Problem statement:
Once the line with "Verts and faces" is found in the entries below, print it and each following line exactly, stopping after the line with "11 vertices in"; print nothing else.

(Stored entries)
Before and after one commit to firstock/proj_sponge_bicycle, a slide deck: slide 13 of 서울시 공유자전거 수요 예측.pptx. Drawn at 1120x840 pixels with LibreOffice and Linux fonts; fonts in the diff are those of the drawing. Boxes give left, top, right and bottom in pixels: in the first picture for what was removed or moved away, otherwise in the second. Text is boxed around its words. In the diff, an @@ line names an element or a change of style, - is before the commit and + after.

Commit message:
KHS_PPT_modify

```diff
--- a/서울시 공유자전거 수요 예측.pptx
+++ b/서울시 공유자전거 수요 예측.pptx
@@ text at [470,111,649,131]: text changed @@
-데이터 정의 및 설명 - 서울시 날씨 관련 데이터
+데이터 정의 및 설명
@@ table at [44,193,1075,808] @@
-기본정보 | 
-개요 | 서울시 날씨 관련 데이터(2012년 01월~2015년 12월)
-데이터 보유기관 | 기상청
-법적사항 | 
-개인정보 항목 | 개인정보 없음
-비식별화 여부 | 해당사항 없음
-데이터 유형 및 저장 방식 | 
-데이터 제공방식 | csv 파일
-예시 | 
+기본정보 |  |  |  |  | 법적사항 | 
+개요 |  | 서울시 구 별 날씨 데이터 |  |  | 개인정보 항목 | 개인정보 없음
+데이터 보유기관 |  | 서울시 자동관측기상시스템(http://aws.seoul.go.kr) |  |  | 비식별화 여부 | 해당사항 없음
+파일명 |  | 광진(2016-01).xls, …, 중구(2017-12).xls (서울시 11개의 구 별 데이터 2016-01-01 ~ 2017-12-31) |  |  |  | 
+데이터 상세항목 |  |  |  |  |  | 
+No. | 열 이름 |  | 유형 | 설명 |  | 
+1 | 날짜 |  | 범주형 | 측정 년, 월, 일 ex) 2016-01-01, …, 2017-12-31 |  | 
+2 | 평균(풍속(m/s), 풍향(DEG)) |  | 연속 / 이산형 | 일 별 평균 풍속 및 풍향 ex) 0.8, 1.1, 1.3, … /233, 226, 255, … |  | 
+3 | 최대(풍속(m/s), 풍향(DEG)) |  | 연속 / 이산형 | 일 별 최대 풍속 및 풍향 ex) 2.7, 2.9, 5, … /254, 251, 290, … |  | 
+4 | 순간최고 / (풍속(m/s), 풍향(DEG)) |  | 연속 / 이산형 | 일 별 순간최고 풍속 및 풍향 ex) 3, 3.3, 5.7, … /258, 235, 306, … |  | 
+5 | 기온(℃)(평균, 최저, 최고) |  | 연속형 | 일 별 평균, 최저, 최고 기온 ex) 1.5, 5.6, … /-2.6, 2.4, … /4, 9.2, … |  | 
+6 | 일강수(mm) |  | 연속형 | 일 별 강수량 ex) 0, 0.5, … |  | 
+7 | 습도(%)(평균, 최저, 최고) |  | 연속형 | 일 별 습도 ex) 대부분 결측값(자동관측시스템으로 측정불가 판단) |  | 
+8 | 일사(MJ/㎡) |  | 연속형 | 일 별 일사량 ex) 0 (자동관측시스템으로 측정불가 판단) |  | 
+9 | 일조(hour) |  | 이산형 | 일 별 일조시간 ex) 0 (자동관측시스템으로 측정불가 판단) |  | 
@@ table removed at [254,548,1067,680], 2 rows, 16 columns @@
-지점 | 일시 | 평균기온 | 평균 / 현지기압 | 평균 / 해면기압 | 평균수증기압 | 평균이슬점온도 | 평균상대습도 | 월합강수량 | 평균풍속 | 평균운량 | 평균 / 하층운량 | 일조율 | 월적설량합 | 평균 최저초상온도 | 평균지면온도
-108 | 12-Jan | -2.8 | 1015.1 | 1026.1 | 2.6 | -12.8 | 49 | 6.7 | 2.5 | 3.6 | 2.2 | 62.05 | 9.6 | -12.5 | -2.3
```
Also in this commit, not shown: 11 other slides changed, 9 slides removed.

* * *

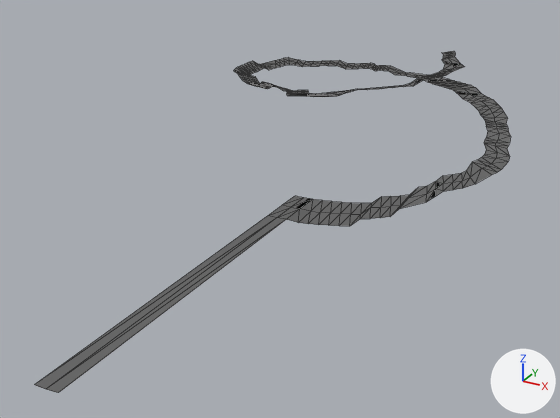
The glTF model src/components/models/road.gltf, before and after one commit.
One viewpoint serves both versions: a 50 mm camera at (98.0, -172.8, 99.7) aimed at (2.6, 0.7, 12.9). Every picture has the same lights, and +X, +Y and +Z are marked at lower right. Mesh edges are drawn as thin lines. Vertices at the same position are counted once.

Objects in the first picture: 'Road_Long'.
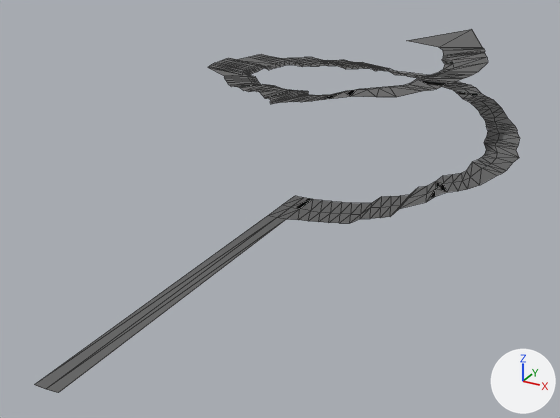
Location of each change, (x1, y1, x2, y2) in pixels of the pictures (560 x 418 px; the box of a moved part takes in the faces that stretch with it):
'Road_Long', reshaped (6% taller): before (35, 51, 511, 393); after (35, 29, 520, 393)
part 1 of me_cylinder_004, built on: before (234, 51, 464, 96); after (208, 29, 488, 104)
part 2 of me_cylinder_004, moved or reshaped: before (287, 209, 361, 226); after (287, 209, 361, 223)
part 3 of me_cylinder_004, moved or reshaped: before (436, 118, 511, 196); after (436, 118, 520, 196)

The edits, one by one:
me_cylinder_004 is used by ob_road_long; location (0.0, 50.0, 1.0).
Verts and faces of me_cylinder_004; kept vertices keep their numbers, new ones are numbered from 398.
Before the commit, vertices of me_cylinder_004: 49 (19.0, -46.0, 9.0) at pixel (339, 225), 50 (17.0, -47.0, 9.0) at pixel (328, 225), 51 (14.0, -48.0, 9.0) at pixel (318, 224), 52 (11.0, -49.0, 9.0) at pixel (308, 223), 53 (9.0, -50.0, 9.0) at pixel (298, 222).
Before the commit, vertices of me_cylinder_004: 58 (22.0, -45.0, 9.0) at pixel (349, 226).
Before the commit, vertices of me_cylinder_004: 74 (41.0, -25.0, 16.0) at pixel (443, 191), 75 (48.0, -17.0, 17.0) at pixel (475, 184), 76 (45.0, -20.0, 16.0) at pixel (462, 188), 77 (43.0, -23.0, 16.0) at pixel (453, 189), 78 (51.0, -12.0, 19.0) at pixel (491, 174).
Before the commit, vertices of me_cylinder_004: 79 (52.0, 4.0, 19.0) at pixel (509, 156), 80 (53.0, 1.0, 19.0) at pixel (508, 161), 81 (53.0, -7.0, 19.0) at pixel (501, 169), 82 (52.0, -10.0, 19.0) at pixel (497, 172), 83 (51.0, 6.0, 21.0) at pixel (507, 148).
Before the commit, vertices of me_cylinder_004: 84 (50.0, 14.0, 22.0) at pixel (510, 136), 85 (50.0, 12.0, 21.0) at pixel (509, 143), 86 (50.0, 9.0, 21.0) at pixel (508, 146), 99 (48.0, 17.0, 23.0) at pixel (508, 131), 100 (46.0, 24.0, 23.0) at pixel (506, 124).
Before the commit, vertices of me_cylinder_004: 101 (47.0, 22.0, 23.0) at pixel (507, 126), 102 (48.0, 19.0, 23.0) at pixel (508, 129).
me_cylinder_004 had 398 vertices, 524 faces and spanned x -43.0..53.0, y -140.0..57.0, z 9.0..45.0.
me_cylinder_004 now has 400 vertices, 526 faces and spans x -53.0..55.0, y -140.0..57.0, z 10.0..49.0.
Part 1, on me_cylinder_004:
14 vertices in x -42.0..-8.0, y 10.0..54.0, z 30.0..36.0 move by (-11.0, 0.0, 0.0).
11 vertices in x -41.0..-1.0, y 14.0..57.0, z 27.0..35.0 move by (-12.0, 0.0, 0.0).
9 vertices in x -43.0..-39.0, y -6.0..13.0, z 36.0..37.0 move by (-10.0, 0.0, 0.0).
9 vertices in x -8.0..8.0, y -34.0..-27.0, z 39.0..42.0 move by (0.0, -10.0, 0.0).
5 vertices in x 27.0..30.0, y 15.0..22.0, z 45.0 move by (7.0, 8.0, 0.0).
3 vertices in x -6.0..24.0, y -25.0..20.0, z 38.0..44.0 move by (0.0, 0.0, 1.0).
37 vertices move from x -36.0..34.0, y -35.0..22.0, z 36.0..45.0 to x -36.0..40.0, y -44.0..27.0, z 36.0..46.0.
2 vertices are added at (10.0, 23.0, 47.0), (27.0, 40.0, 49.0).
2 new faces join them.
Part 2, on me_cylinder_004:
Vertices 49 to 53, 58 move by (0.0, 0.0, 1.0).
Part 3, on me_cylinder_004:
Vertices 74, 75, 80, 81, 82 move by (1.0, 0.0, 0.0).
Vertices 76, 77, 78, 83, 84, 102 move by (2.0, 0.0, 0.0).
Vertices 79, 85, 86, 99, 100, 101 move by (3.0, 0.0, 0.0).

Written answer:
Verts and faces of me_cylinder_004; kept vertices keep their numbers, new ones are numbered from 398.
Before the commit, vertices of me_cylinder_004: 49 (19.0, -46.0, 9.0) at pixel (339, 225), 50 (17.0, -47.0, 9.0) at pixel (328, 225), 51 (14.0, -48.0, 9.0) at pixel (318, 224), 52 (11.0, -49.0, 9.0) at pixel (308, 223), 53 (9.0, -50.0, 9.0) at pixel (298, 222).
Before the commit, vertices of me_cylinder_004: 58 (22.0, -45.0, 9.0) at pixel (349, 226).
Before the commit, vertices of me_cylinder_004: 74 (41.0, -25.0, 16.0) at pixel (443, 191), 75 (48.0, -17.0, 17.0) at pixel (475, 184), 76 (45.0, -20.0, 16.0) at pixel (462, 188), 77 (43.0, -23.0, 16.0) at pixel (453, 189), 78 (51.0, -12.0, 19.0) at pixel (491, 174).
Before the commit, vertices of me_cylinder_004: 79 (52.0, 4.0, 19.0) at pixel (509, 156), 80 (53.0, 1.0, 19.0) at pixel (508, 161), 81 (53.0, -7.0, 19.0) at pixel (501, 169), 82 (52.0, -10.0, 19.0) at pixel (497, 172), 83 (51.0, 6.0, 21.0) at pixel (507, 148).
Before the commit, vertices of me_cylinder_004: 84 (50.0, 14.0, 22.0) at pixel (510, 136), 85 (50.0, 12.0, 21.0) at pixel (509, 143), 86 (50.0, 9.0, 21.0) at pixel (508, 146), 99 (48.0, 17.0, 23.0) at pixel (508, 131), 100 (46.0, 24.0, 23.0) at pixel (506, 124).
Before the commit, vertices of me_cylinder_004: 101 (47.0, 22.0, 23.0) at pixel (507, 126), 102 (48.0, 19.0, 23.0) at pixel (508, 129).
me_cylinder_004 had 398 vertices, 524 faces and spanned x -43.0..53.0, y -140.0..57.0, z 9.0..45.0.
me_cylinder_004 now has 400 vertices, 526 faces and spans x -53.0..55.0, y -140.0..57.0, z 10.0..49.0.
Part 1, on me_cylinder_004:
14 vertices in x -42.0..-8.0, y 10.0..54.0, z 30.0..36.0 move by (-11.0, 0.0, 0.0).
11 vertices in x -41.0..-1.0, y 14.0..57.0, z 27.0..35.0 move by (-12.0, 0.0, 0.0).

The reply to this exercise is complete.